Yes. Trendon posted the info at the Clubhouse some weeks ago.


----------



## mcdougall (Oct 28, 2007)

Here is the link to the Clubhouse thread by Mike...
http://theclubhouse1.net/phpBB3/viewtopic.php?f=4&t=72375
Mcdee


----------



## MitchPD3 (Dec 27, 2001)

HabuHunter32 said:


> Oddly I believe the inaction of law enforcement is jurisdictional as well as monetary. No one will investigate or anything below a certain dollar value or something that crosses state lines other than a federal entity. If it falls into the petty theft statute no agency has the time or resources to follow up on these type of cases. Even if it was a local incident reported to local authorities it may take months for them to pursue the matter if the dollar value warrants it. In the past if you paid by US Mail you would have some recourse with the US Postmaster but in the electronic age I'm not sure who would have jurisdiction.

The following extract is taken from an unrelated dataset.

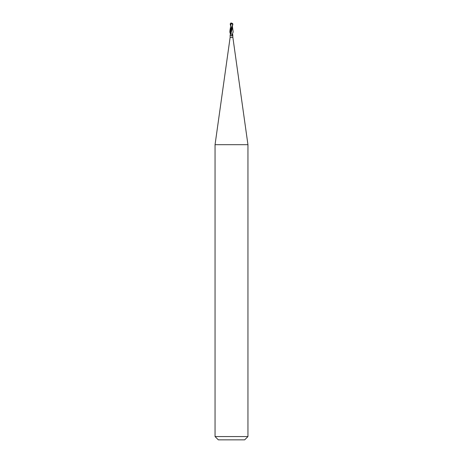 <?xml version="1.0" encoding="UTF-8"?>
<svg xmlns="http://www.w3.org/2000/svg" width="463" height="463" viewBox="0 0 463 463"><rect width="100%" height="100%" fill="white"/><g stroke="black" fill="none" stroke-linecap="round" stroke-linejoin="round"><path stroke-width="0.69" d="M233.144 31.64L232.467 34.117L233.144 31.64L232.351 26.148L232.241 28.492L230.73 34.117L232.316 34.117L230.678 34.117M231.824 34.117L232.403 34.777L231.755 35.952L230.14 35.095L230.128 37.405L215.052 144.693L247.948 144.693L247.948 436.563L215.052 436.563L218.339 439.85L244.661 439.85L247.948 436.563M230.128 37.405L232.872 37.405L247.948 144.693M232.71 34.87L232.872 37.405M232.727 34.893A1.788 0.804 67.9 0 0 232.86 35.095L232.542 34.117M232.403 34.777A1.696 0.764 -67.9 0 1 231.755 35.952L231.5 35.564M230.493 34.117L230.782 34.065M232.304 26.131L230.638 34.117A1.788 0.804 -67.9 0 1 230.29 34.87A1.788 0.804 -67.9 0 1 230.152 35.078L230.458 34.117L229.856 32.248L232.831 24.794L232.82 23.868L232.206 23.399L232.82 23.868M231.072 23.405A1.592 0.857 -107.2 0 1 231.5 23.15A1.424 1.227 167.9 0 1 232.715 24.794L229.961 30.431L229.862 31.959M232.467 34.117L230.736 34.065M233.144 32.248L233.138 31.959M230.788 23.457L231.552 23.538L232.744 24.51A1.36 1.169 -12.1 0 0 231.5 23.202A1.534 0.822 72.8 0 0 231.083 23.463M230.638 25.98L230.18 23.868L230.794 23.399L230.667 25.731M230.638 25.54L230.18 23.868L231.222 23.405M232.53 23.509A1.644 1.644 0 0 0 231.5 23.15L231.494 23.202A1.36 1.169 -12.1 0 0 231.494 23.202M230.962 22.884L231.135 23.682M230.47 23.509A1.644 1.644 0 0 1 231.5 23.15A1.424 1.227 -167.9 0 0 230.678 23.387M232.617 24.985L232.744 24.51M232.536 24.51L232.536 25.384M231.06 23.926L229.961 30.431M231.049 32.948L231.303 32.115M231.5 27.786L230.487 34.1M215.052 144.693L215.052 436.563M230.62 26.929L230.638 24.933M232.362 25.98L232.38 26.929M229.856 32.248L229.856 31.64"/></g></svg>

Very well put...couldn't have said it better myself. Also, if it's local, sometimes you have success if you report it to the Better Business Bureau.


----------



## bizzarobrian (Oct 4, 2009)

John Finnerty another Ebay scam artist.


----------



## razorwyre1 (Jan 28, 2004)

MitchPD3 said:


> Very well put...couldn't have said it better myself. Also, if it's local, sometimes you have success if you report it to the Better Business Bureau.


why does anyone think that the BBB has any power to do anything? as far as i know, the only thing they can do is withhold their recommendation, or list you as a bad seller. and if they did, so what? when was the last time you called the BBB or looked in their guidebook to see whether or not someone was listed there before doing business with them? how many businesses have you seen their window decal on? 

they may have meant something at one time, but now, from what i can tell, theyre meaningless, as is any threat to report anyone to them.


----------



## djnick66 (May 2, 2008)

The BBB is useless. For one, many people are scammed by individuals, not formal businesses. Also, you have to pay to be a member of the BBB and the BBB can only make recommendations or comments on its paid membership. So if you were defrauded by a shady business, unless the business was a paid member of the BBB you are still out of luck. Not that they can really do anything. And how many people actually check with the BBB BEFORE they make a purchase or deal?


----------



## bizzarobrian (Oct 4, 2009)

*Dead Beat Corner*

We need one.


----------



## scotpens (Sep 6, 2003)

I'd advise all members not to have any dealings with Roy Shetley of Sevierville, TN, who goes by the username Coffee Addict. He never paid me for two kits I shipped to him -- just kept emailing excuses. At least I've learned my lesson: Always get the money up front.


----------



## John P (Sep 1, 1999)

I just saw a news item about some guy named Walters in Florida who went on a shooting rampage because he was falsely accused of something...


----------



## djnick66 (May 2, 2008)

Scary thing is we had a guy in the local model club in Tampa, FL, George Bello, that I knew for years... he went postal, gunned down his ex wife, a fireman that was cheaing on his wife on the side, someone else, and a couple of cops. When modellers go bad...


----------



## Yo Homeboy (May 20, 2004)

I think we've all been ripped off by someone at least once in our lives. Good luck in your recovery efforts.


----------



## bizzarobrian (Oct 4, 2009)

djnick66 said:


> Scary thing is we had a guy in the local model club in Tampa, FL, George Bello, that I knew for years... he went postal, gunned down his ex wife, a fireman that was cheaing on his wife on the side, someone else, and a couple of cops. When modellers go bad...


Same deal for me with John Fennerty.He stalled over me not getting my kit then claimed he sent a 2nd.Never seen it cause he never sent either.Then it was too late to get Ebay after him.He even taunted me by saying I had no insurance on the kit & that it sucks to be me.


----------



## HabuHunter32 (Aug 22, 2009)

Iv'e only been ripped off once. It was on Ebay and the seller was HongKong Cowboy. Same tactic. He said he sent it and it got lost...then he sent it a second time and the package got lost....and on and on...He stalled almost long enough but not quite. I got a partial refund from Paypal...6 months later! I ordered 10 kits from him in that one order and only recovered about half of my money.

After that I never buy anything from Hong Kong! If I need anything from the Orient hobby wise I buy through Hobby Link Japan! Great service never a problem! Hey...live and learn!


----------